The Alexander Nevsky Cathedral (Собор Александра Невского) is a Russian Orthodox cathedral in the Diocese of Tver, located on Station Square in the intersection of Tchaikovsky Prospekt and Komintern Prospekt in Tver, Russia. Built between 2010 and 2015, it stands on the site of the former Church of Alexander Nevsky, built between 1891 and 1893, closed in 1929, and demolished in 1982.

==History==
Work began on the building of the church in 1891. Civil engineer F. N. Malinovsky undertook the project and started construction, which lasted until 1893. The new church was consecrated in the name of the Holy Prince Alexander Nevsky, the patron saint of the reigning emperor, Alexander III of Russia. Its architectural design was typical for the period, which reflected traditional 17th century Russian architectural styles. The view of the station completes the main road.

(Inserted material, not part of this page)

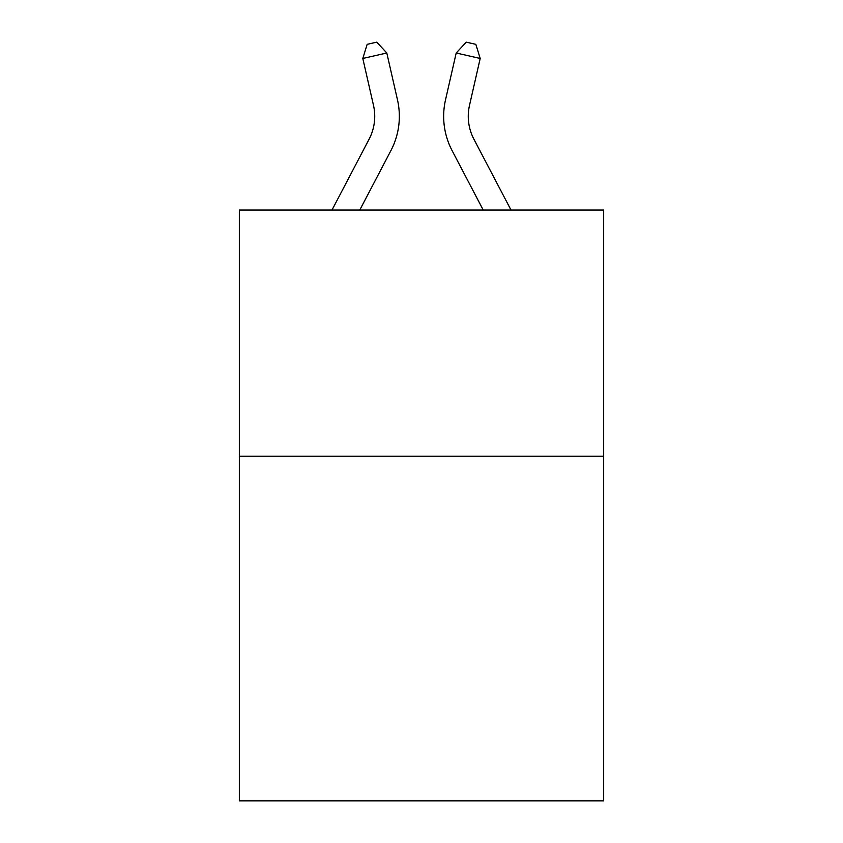 <?xml version="1.0" encoding="UTF-8"?>
<svg xmlns="http://www.w3.org/2000/svg" width="843" height="843" viewBox="0 0 843 843"><rect width="100%" height="100%" fill="white"/><g stroke="black" fill="none" stroke-linecap="round" stroke-linejoin="round"><path stroke-width="1.26" d="M603.662 456.221L603.662 800.85L239.338 800.85L239.338 210.065L603.662 210.065L603.662 456.221L239.338 456.221M373.502 105.386A49.231 49.231 -1.2 0 1 369.108 139.169A49.231 49.231 -1.2 0 0 373.502 105.386A49.231 49.231 -1.2 0 1 369.108 139.169A49.231 49.231 -1.2 0 0 373.502 105.386A49.231 49.231 -1.2 0 1 369.108 139.169A49.231 49.231 -1.2 0 0 373.502 105.386A49.231 49.231 -1.2 0 1 369.108 139.169A49.231 49.231 -1.2 0 0 373.502 105.386A49.231 49.231 -1.2 0 1 369.108 139.169A49.231 49.231 -1.2 0 0 373.502 105.386A49.231 49.231 -1.2 0 1 369.108 139.169A49.231 49.231 -1.2 0 0 373.502 105.386A49.231 49.231 -1.2 0 1 369.108 139.169A49.231 49.231 -1.2 0 0 373.502 105.386A49.231 49.231 -1.2 0 1 369.108 139.169A49.231 49.231 -1.2 0 0 373.502 105.386A49.231 49.231 -1.2 0 1 369.108 139.169A49.231 49.231 -1.2 0 0 373.502 105.386A49.231 49.231 -1.2 0 1 369.108 139.169L331.973 210.065L369.108 139.169A49.231 49.231 0 0 0 373.502 105.386L362.806 58.462L367.158 44.342L376.758 42.15L386.8 52.993L397.496 99.917A73.847 73.847 178.8 0 1 390.91 150.591L359.761 210.065L390.91 150.591M469.498 105.386A49.231 49.231 1.2 0 0 473.892 139.169A49.231 49.231 1.2 0 1 469.498 105.386A49.231 49.231 1.2 0 0 473.892 139.169A49.231 49.231 1.2 0 1 469.498 105.386A49.231 49.231 1.2 0 0 473.892 139.169A49.231 49.231 1.2 0 1 469.498 105.386A49.231 49.231 1.2 0 0 473.892 139.169A49.231 49.231 1.2 0 1 469.498 105.386A49.231 49.231 1.2 0 0 473.892 139.169A49.231 49.231 1.2 0 1 469.498 105.386A49.231 49.231 1.2 0 0 473.892 139.169A49.231 49.231 1.2 0 1 469.498 105.386A49.231 49.231 1.2 0 0 473.892 139.169A49.231 49.231 1.2 0 1 469.498 105.386A49.231 49.231 1.2 0 0 473.892 139.169A49.231 49.231 1.2 0 1 469.498 105.386A49.231 49.231 1.2 0 0 473.892 139.169A49.231 49.231 1.2 0 1 469.498 105.386A49.231 49.231 1.2 0 0 473.892 139.169L511.027 210.065L473.892 139.169A49.231 49.231 0 0 1 469.498 105.386L480.194 58.462L456.2 52.993L445.504 99.917A73.847 73.847 -178.8 0 0 452.09 150.591L483.239 210.065L452.09 150.591M386.8 52.993L397.496 99.917L386.8 52.993L397.496 99.917L386.8 52.993L397.496 99.917L386.8 52.993L397.496 99.917L386.8 52.993L397.496 99.917L386.8 52.993L397.496 99.917L386.8 52.993L397.496 99.917L386.8 52.993L397.496 99.917L386.8 52.993L397.496 99.917L386.8 52.993L362.806 58.462M456.2 52.993L445.504 99.917L456.2 52.993L445.504 99.917L456.2 52.993L445.504 99.917L456.2 52.993L445.504 99.917L456.2 52.993L445.504 99.917L456.2 52.993L445.504 99.917L456.2 52.993L445.504 99.917L456.2 52.993L445.504 99.917L456.2 52.993L445.504 99.917L456.2 52.993L466.242 42.15L475.842 44.342L480.194 58.462"/></g></svg>
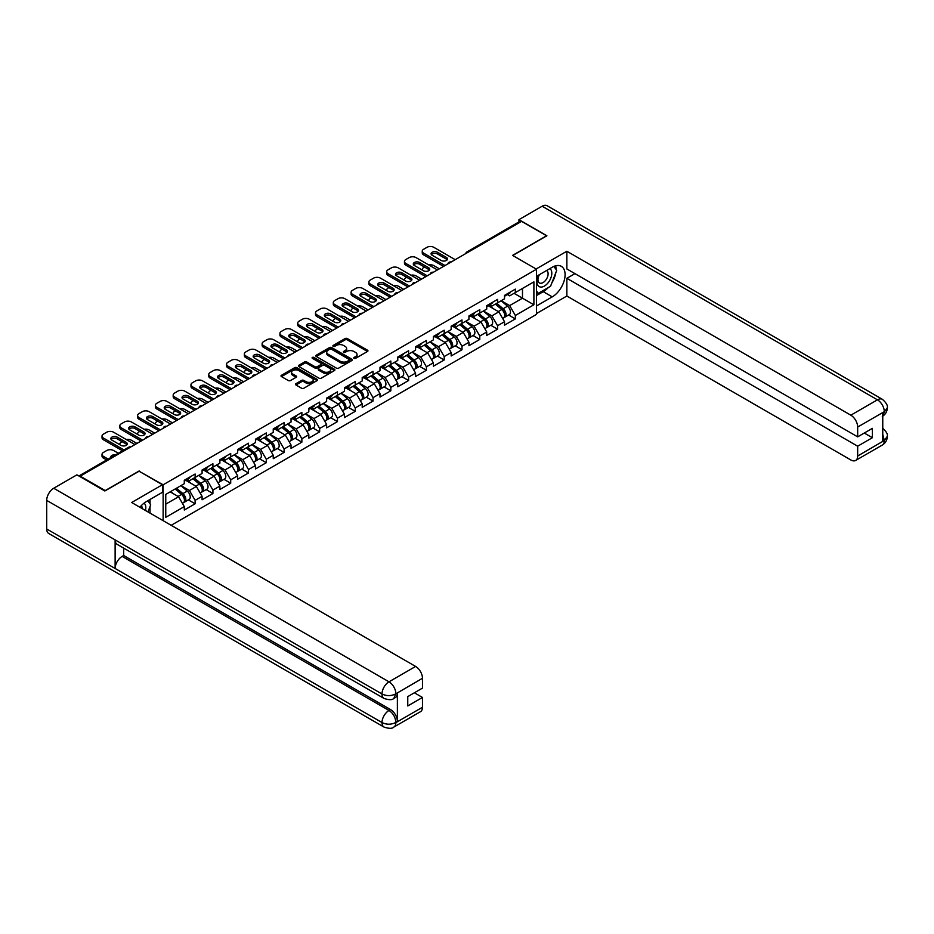 <?xml version="1.0" encoding="UTF-8"?>
<svg xmlns="http://www.w3.org/2000/svg" width="934" height="934" viewBox="0 0 934 934"><rect width="100%" height="100%" fill="white"/><g stroke="black" fill="none" stroke-linecap="round" stroke-linejoin="round"><path stroke-width="1.4" d="M354.021 358.352A1.109 0.642 0 0 0 355.585 358.352L367.482 351.488A1.588 0.911 0 0 0 367.949 350.845A1.588 0.911 0 0 0 367.482 350.192L347.331 338.563A1.588 0.911 0 0 0 345.101 338.563L333.204 345.428A1.109 0.642 0 0 0 334.769 346.339L336.31 345.452A5.067 2.93 0 0 1 343.467 345.452L345.148 346.421A5.067 2.93 0 0 1 346.631 348.487A5.067 2.93 0 0 1 345.148 350.554L343.607 351.441A1.109 0.642 0 0 0 345.183 352.34L346.724 351.453A5.067 2.93 0 0 1 353.881 351.453L355.562 352.422A5.067 2.93 0 0 1 357.045 354.5A5.067 2.93 0 0 1 355.562 356.566L354.021 357.453A1.109 0.642 0 0 0 354.021 358.352L354.021 357.453M295.95 383.676A1.588 0.911 0 0 0 295.494 384.318A1.588 0.911 0 0 0 295.95 384.971L301.612 388.229A1.588 0.911 0 0 0 303.842 388.229L317.058 380.605A1.588 0.911 0 0 0 317.513 379.963A1.588 0.911 0 0 0 317.058 379.309L296.907 367.681A1.588 0.911 0 0 0 294.665 367.681L281.461 375.305A1.588 0.911 0 0 0 280.994 375.947A1.588 0.911 0 0 0 281.461 376.6L288.291 380.535A1.588 0.911 0 0 0 290.521 380.535L296.171 377.278A1.588 0.911 0 0 0 296.638 376.636A1.588 0.911 0 0 0 296.171 375.982L292.786 374.032A4.238 2.44 0 0 1 291.548 372.304A4.238 2.44 0 0 1 294.163 370.039A4.238 2.44 0 0 1 298.775 370.576L312.049 378.235A4.238 2.44 0 0 1 313.287 379.963A4.238 2.44 0 0 1 310.672 382.216A4.238 2.44 0 0 1 306.06 381.691L303.842 380.407A1.588 0.911 0 0 0 301.612 380.407L295.95 383.676L295.95 384.971L301.612 381.726L301.612 380.407M139.189 470.958L105.203 490.583L80.231 476.165L521.581 221.346L546.553 235.777L512.568 255.391L536.513 269.214L163.135 484.793L139.189 471.285M336.415 368.136A1.588 0.911 0 0 0 338.657 368.136L351.873 360.501A1.588 0.911 0 0 0 352.328 359.859A1.588 0.911 0 0 0 351.873 359.216L331.722 347.576A1.588 0.911 0 0 0 329.48 347.576L316.276 355.2A1.588 0.911 0 0 0 315.809 355.854A1.588 0.911 0 0 0 316.276 356.496L336.415 368.136M312.855 358.598A1.109 0.642 0 0 1 313.976 358.749L313.976 357.43L334.465 369.257A1.588 0.911 0 0 1 334.921 369.911A1.588 0.911 0 0 1 334.465 370.553L321.249 378.177A1.588 0.911 0 0 1 319.008 378.177L298.868 366.548L304.519 363.303L304.519 361.995L298.868 365.252A1.588 0.911 0 0 0 298.401 365.906A1.588 0.911 0 0 0 298.868 366.548L298.868 365.252M304.519 363.303A1.588 0.911 0 0 1 306.761 363.303L306.761 361.995A1.588 0.911 0 0 0 304.519 361.995M306.761 361.995L314.933 366.712A1.588 0.911 0 0 0 317.163 366.712L320.911 364.54A1.588 0.911 0 0 0 321.378 363.898A1.588 0.911 0 0 0 320.911 363.256L312.411 358.341A1.109 0.642 0 0 1 313.976 357.43M163.135 520.67L163.135 484.793M171.179 525.317L536.513 314.384L536.513 269.214M188.364 499.877L195.124 503.788L195.124 500.355L189.427 490.478L180.986 485.61M195.124 503.788L184.29 510.034L184.29 506.613L165.762 517.319L165.762 494.401L184.29 483.707L184.29 480.274L195.124 474.017L195.124 477.449L202.083 473.433L202.083 470L212.917 463.754L212.917 467.175L219.875 463.159L219.875 459.738L230.71 453.48L230.71 456.901L237.668 452.885L237.668 449.464L248.502 443.206L248.502 446.627L255.461 442.611L255.461 439.19L266.295 432.932L266.295 436.365L273.253 432.349L273.253 428.916L284.088 422.67L284.088 426.091L291.034 422.075L291.034 418.654L301.869 412.396L301.869 415.817L308.827 411.801L308.827 408.38L319.661 402.122L319.661 405.543L326.62 401.527L326.62 398.106L337.454 391.848L337.454 395.269L344.413 391.253L344.413 387.832L355.247 381.574L355.247 385.006L362.205 380.99L362.205 377.558L373.04 371.312L373.04 374.732L379.998 370.716L379.998 367.296L390.832 361.038L390.832 364.458L397.779 360.442L397.779 357.022L408.613 350.764L408.613 354.184L415.572 350.168L415.572 346.748L426.406 340.49L426.406 343.922L433.364 339.906L433.364 336.474L444.199 330.227L444.199 333.648L451.157 329.632L451.157 326.211L461.991 319.953L461.991 323.374L468.95 319.358L468.95 315.937L479.784 309.679L479.784 313.1L486.742 309.084L486.742 305.663L497.577 299.405L497.577 302.826L504.523 298.81L504.523 295.389L515.358 289.131L515.358 292.564L533.898 281.858L533.898 304.776L515.358 315.47L509.66 305.593L501.219 300.725M508.598 314.992L515.358 318.903L515.358 315.47M515.358 318.903L504.523 325.149L504.523 321.728L497.577 325.744L491.868 315.867L483.427 310.999M490.805 325.266L497.577 329.165L497.577 325.744M497.577 329.165L486.742 335.423L486.742 332.002L479.784 336.018L474.075 326.141L465.634 321.273M473.013 335.539L479.784 339.439L479.784 336.018M479.784 339.439L468.95 345.697L468.95 342.276L461.991 346.292L456.294 336.415L447.853 331.535M455.22 345.802L461.991 349.713L461.991 346.292M461.991 349.713L451.157 355.971L451.157 352.538L444.199 356.554L438.501 346.677L430.06 341.809M437.439 356.076L444.199 359.987L444.199 356.554M444.199 359.987L433.364 366.233L433.364 362.812L426.406 366.828L420.709 356.951L412.268 352.083M419.646 366.35L426.406 370.249L426.406 366.828M426.406 370.249L415.572 376.507L415.572 373.086L408.613 377.103L402.916 367.225L394.475 362.357M401.853 376.624L408.613 380.523L408.613 377.103M408.613 380.523L397.779 386.781L397.779 383.36L390.832 387.377L385.123 377.499L376.682 372.619M384.061 386.886L390.832 390.797L390.832 387.377M390.832 390.797L379.998 397.055L379.998 393.634L373.04 397.651L367.331 387.773L358.889 382.893M366.268 397.16L373.04 401.071L373.04 397.651M373.04 401.071L362.205 407.329L362.205 403.897L355.247 407.913L349.538 398.036L341.108 393.167M348.475 407.434L355.247 411.345L355.247 407.913M355.247 411.345L344.413 417.591L344.413 414.171L337.454 418.187L331.757 408.31L323.316 403.441M330.683 417.708L337.454 421.608L337.454 418.187M337.454 421.608L326.62 427.865L326.62 424.445L319.661 428.461L313.964 418.584L305.523 413.715M312.902 427.982L319.661 431.882L319.661 428.461M319.661 431.882L308.827 438.139L308.827 434.719L301.869 438.735L296.171 428.858L287.73 423.978M295.109 438.244L301.869 442.156L301.869 438.735M301.869 442.156L291.034 448.413L291.034 444.981L284.088 448.997L278.379 439.132L269.938 434.252M277.316 448.518L284.088 452.43L284.088 448.997M284.088 452.43L273.253 458.676L273.253 455.255L266.295 459.271L260.586 449.394L252.145 444.526M259.524 458.792L266.295 462.704L266.295 459.271M266.295 462.704L255.461 468.95L255.461 465.529L248.502 469.545L242.793 459.668L234.364 454.8M241.731 469.066L248.502 472.966L248.502 469.545M248.502 472.966L237.668 479.224L237.668 475.803L230.71 479.819L225.012 469.942L216.571 465.074M223.938 479.329L230.71 483.24L230.71 479.819M230.71 483.24L219.875 489.498L219.875 486.077L212.917 490.093L207.22 480.216L198.779 475.336M206.157 489.603L212.917 493.514L212.917 490.093M212.917 493.514L202.083 499.772L202.083 496.339L195.124 500.355M187.22 479.469L189.427 480.741L195.124 477.449M189.427 490.478L196.385 486.462L185.738 480.321M202.083 496.339L196.385 486.462M205.013 469.195L207.22 470.467L212.917 467.175M207.22 480.216L214.178 476.2L203.53 470.047M219.875 486.077L214.178 476.2M222.806 458.921L225.012 460.193L230.71 456.901M225.012 469.942L231.959 465.926L221.323 459.773M237.668 475.803L231.959 465.926M240.598 448.647L242.793 449.919L248.502 446.627M242.793 459.668L249.752 455.652L239.116 449.511M255.461 465.529L249.752 455.652M258.379 438.385L260.586 439.657L266.295 436.365M260.586 449.394L267.544 445.378L256.897 439.237M273.253 455.255L267.544 445.378M276.172 428.111L278.379 429.383L284.088 426.091M278.379 439.132L285.337 435.104L274.689 428.963M291.034 444.981L285.337 435.104M293.965 417.837L296.171 419.109L301.869 415.817M296.171 428.858L303.13 424.842L292.482 418.689M308.827 434.719L303.13 424.842M311.758 407.563L313.964 408.835L319.661 405.543M313.964 418.584L320.922 414.568L310.275 408.427M326.62 424.445L320.922 414.568M329.55 397.289L331.757 398.561L337.454 395.269M331.757 408.31L338.703 404.294L328.067 398.153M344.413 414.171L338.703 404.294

In 1929 the church was closed, and the building was redeveloped several times for a variety of uses, and it lost its bell tower, five domes, and wall decorations. Finally, in 1982, its disfigured skeleton was destroyed as part of the reconstruction of Tver railway station. In 1999 a cross was erected on the site of the cathedral.

==Reconstruction==
Following the dissolution of the Soviet Union, it was decided to rebuild the cathedral. In 2009, the Initiative Group (Board of Trustees) was formed, which included businessmen and distinguished men of the city. During the ceremony of laying the foundation stone, the relics of Thaddeus of Tver, Archbishop of Tver were interred in the cathedral.

The work was fully completed in 2015 and the Cathedral held its first service on Easter Sunday, 12 April 2015.